Activity:
Text in the records must be reproduced exactly, and pictures must be skipped.
BEGIN Input data
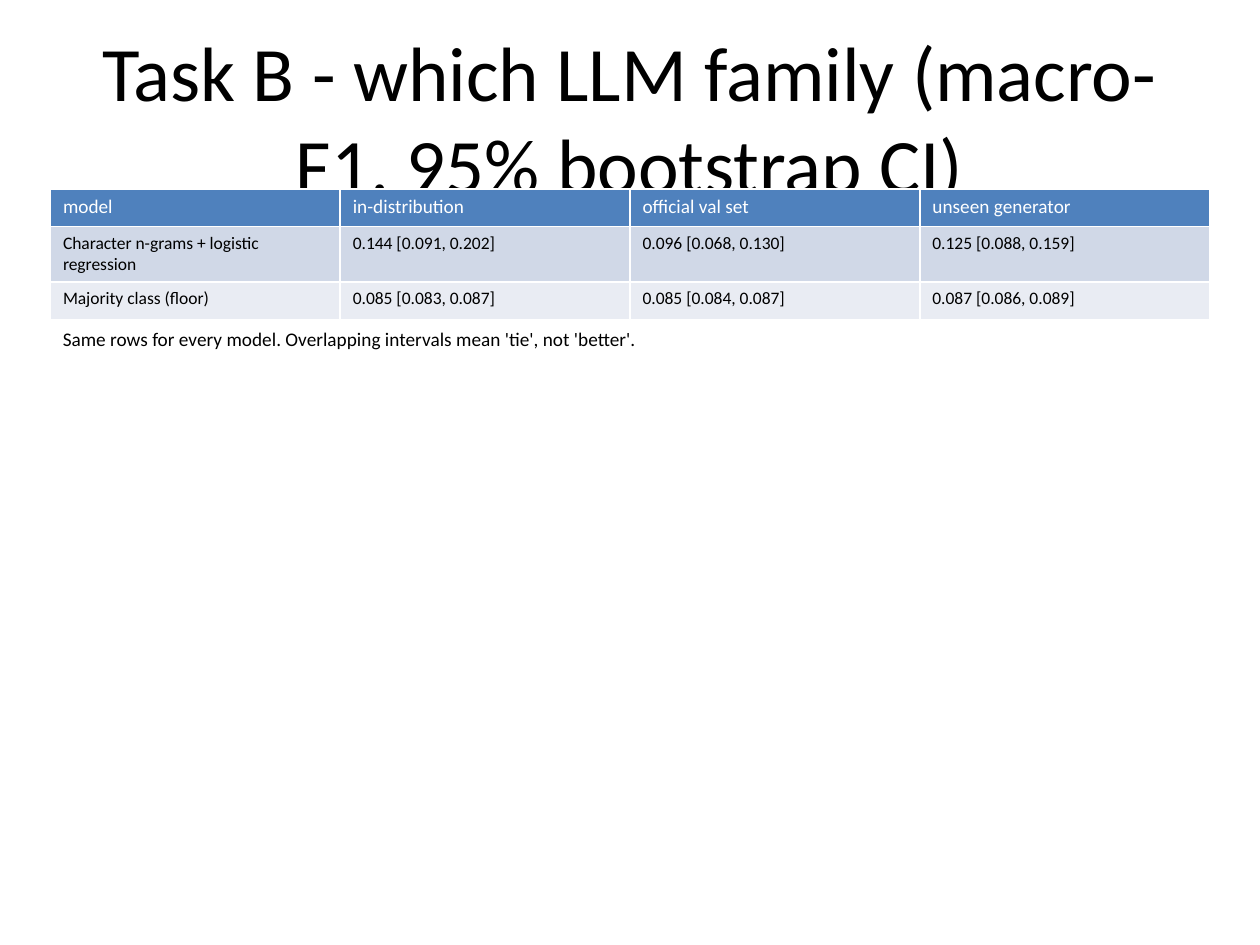
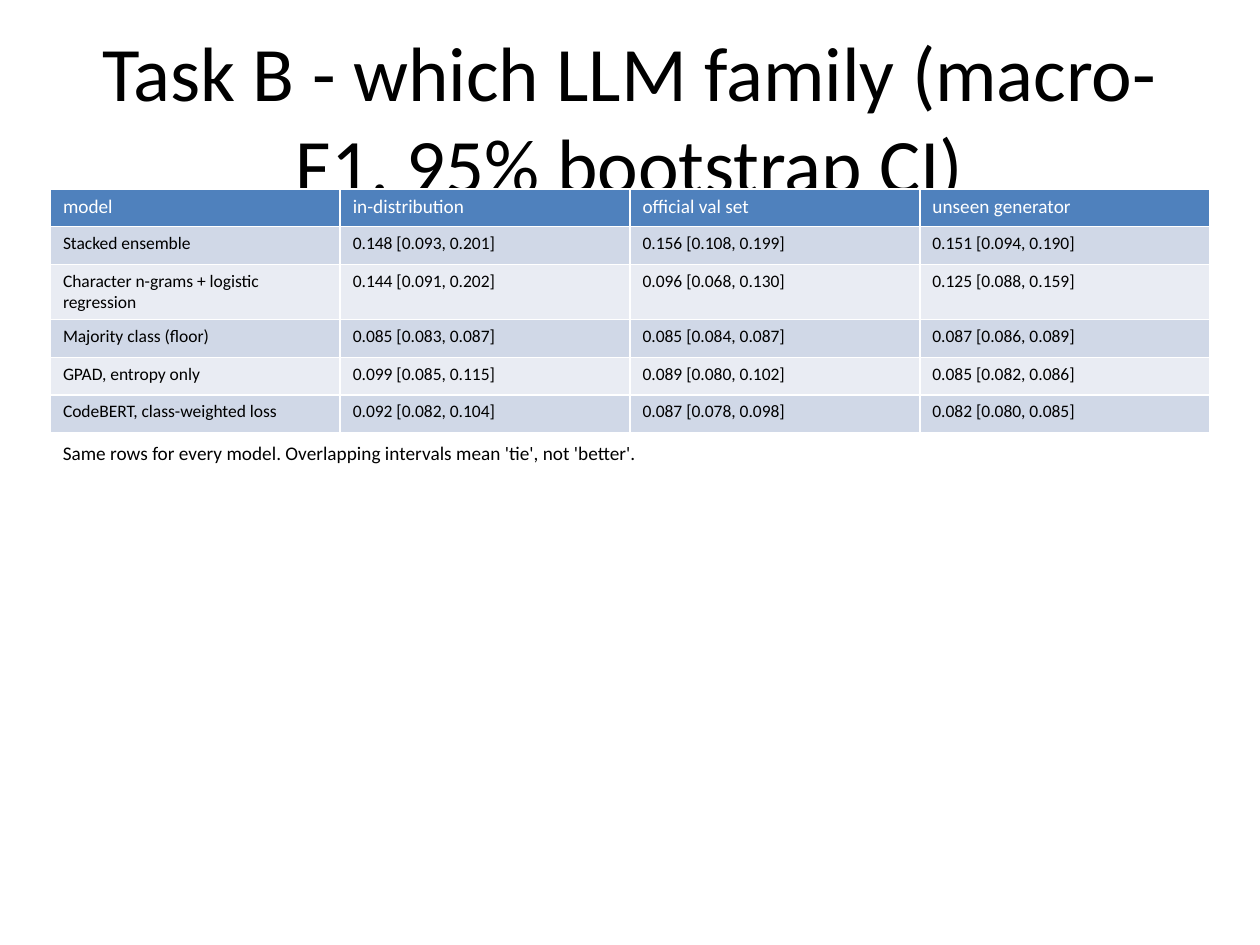
Before and after one commit to ranjankndev/codedetection-human-machine, a slide deck: slide 5 of docs/codedet_slides.pptx. Drawn at 1260x945 pixels with LibreOffice and Linux fonts; fonts in the diff are those of the drawing. Boxes give left, top, right and bottom in pixels: in the first picture for what was removed or moved away, otherwise in the second. Text is boxed around its words. In the diff, an @@ line names an element or a change of style, - is before the commit and + after.

```diff
--- a/docs/codedet_slides.pptx
+++ b/docs/codedet_slides.pptx
@@ table at [50,189,1210,424] @@
+row 2: Stacked ensemble | 0.148 [0.093, 0.201] | 0.156 [0.108, 0.199] | 0.151 [0.094, 0.190]
+row 5: GPAD, entropy only | 0.099 [0.085, 0.115] | 0.089 [0.080, 0.102] | 0.085 [0.082, 0.086]
+row 6: CodeBERT, class-weighted loss | 0.092 [0.082, 0.104] | 0.087 [0.078, 0.098] | 0.082 [0.080, 0.085]
@@ text "Same rows for every model. ...": place and size @@
-text "Same rows for every model. ..." at [63,332,635,350]
+text "Same rows for every model. ..." at [63,446,635,464]
```
Also in this commit, not shown: 16 other files.
END Input data
Answer to the problem:
Before and after one commit to ranjankndev/codedetection-human-machine, a slide deck: slide 5 of docs/codedet_slides.pptx. Drawn at 1260x945 pixels with LibreOffice and Linux fonts; fonts in the diff are those of the drawing. Boxes give left, top, right and bottom in pixels: in the first picture for what was removed or moved away, otherwise in the second. Text is boxed around its words. In the diff, an @@ line names an element or a change of style, - is before the commit and + after.

```diff
--- a/docs/codedet_slides.pptx
+++ b/docs/codedet_slides.pptx
@@ table at [50,189,1210,424] @@
+row 2: Stacked ensemble | 0.148 [0.093, 0.201] | 0.156 [0.108, 0.199] | 0.151 [0.094, 0.190]
+row 5: GPAD, entropy only | 0.099 [0.085, 0.115] | 0.089 [0.080, 0.102] | 0.085 [0.082, 0.086]
+row 6: CodeBERT, class-weighted loss | 0.092 [0.082, 0.104] | 0.087 [0.078, 0.098] | 0.082 [0.080, 0.085]
@@ text "Same rows for every model. ...": place and size @@
-text "Same rows for every model. ..." at [63,332,635,350]
+text "Same rows for every model. ..." at [63,446,635,464]
```
Also in this commit, not shown: 16 other files.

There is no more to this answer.